START Recorded data
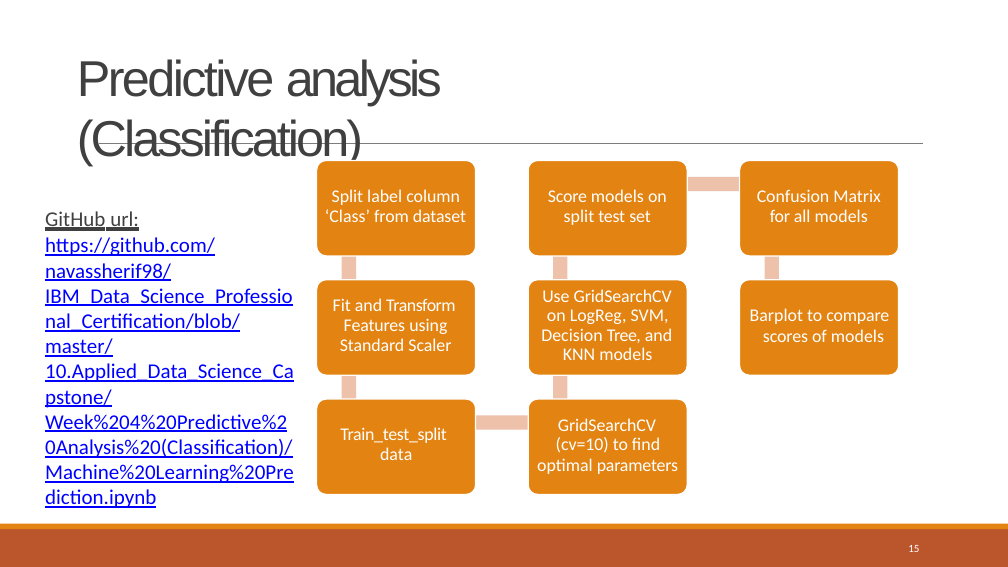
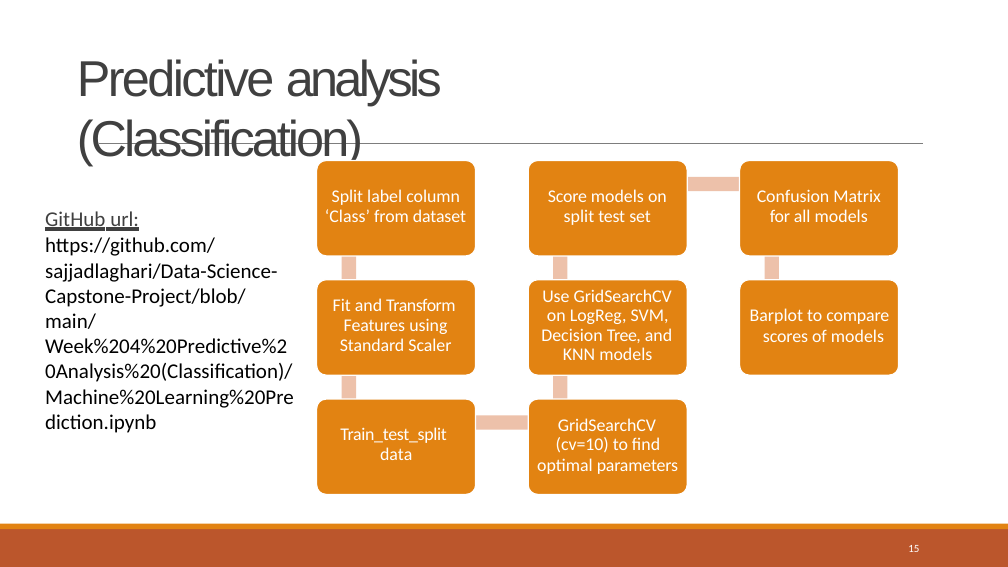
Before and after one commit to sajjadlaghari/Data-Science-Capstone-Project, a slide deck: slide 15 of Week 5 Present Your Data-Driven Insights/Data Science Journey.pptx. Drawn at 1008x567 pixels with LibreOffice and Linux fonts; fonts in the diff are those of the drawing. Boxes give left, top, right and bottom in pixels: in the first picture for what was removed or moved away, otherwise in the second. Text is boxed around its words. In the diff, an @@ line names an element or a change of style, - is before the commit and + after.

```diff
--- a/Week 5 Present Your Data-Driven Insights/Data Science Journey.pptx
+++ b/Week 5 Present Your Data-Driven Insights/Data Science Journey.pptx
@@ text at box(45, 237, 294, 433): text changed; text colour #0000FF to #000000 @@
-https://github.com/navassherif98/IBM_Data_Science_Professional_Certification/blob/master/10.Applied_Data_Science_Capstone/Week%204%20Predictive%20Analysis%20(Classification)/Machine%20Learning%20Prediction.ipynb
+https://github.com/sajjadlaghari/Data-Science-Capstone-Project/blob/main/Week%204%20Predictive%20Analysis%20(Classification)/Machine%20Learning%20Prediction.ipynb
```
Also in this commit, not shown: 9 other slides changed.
END Recorded data
When a line of the material holds the string "Present", copy that line.

Before and after one commit to sajjadlaghari/Data-Science-Capstone-Project, a slide deck: slide 15 of Week 5 Present Your Data-Driven Insights/Data Science Journey.pptx. Drawn at 1008x567 pixels with LibreOffice and Linux fonts; fonts in the diff are those of the drawing. Boxes give left, top, right and bottom in pixels: in the first picture for what was removed or moved away, otherwise in the second. Text is boxed around its words. In the diff, an @@ line names an element or a change of style, - is before the commit and + after.
--- a/Week 5 Present Your Data-Driven Insights/Data Science Journey.pptx
+++ b/Week 5 Present Your Data-Driven Insights/Data Science Journey.pptx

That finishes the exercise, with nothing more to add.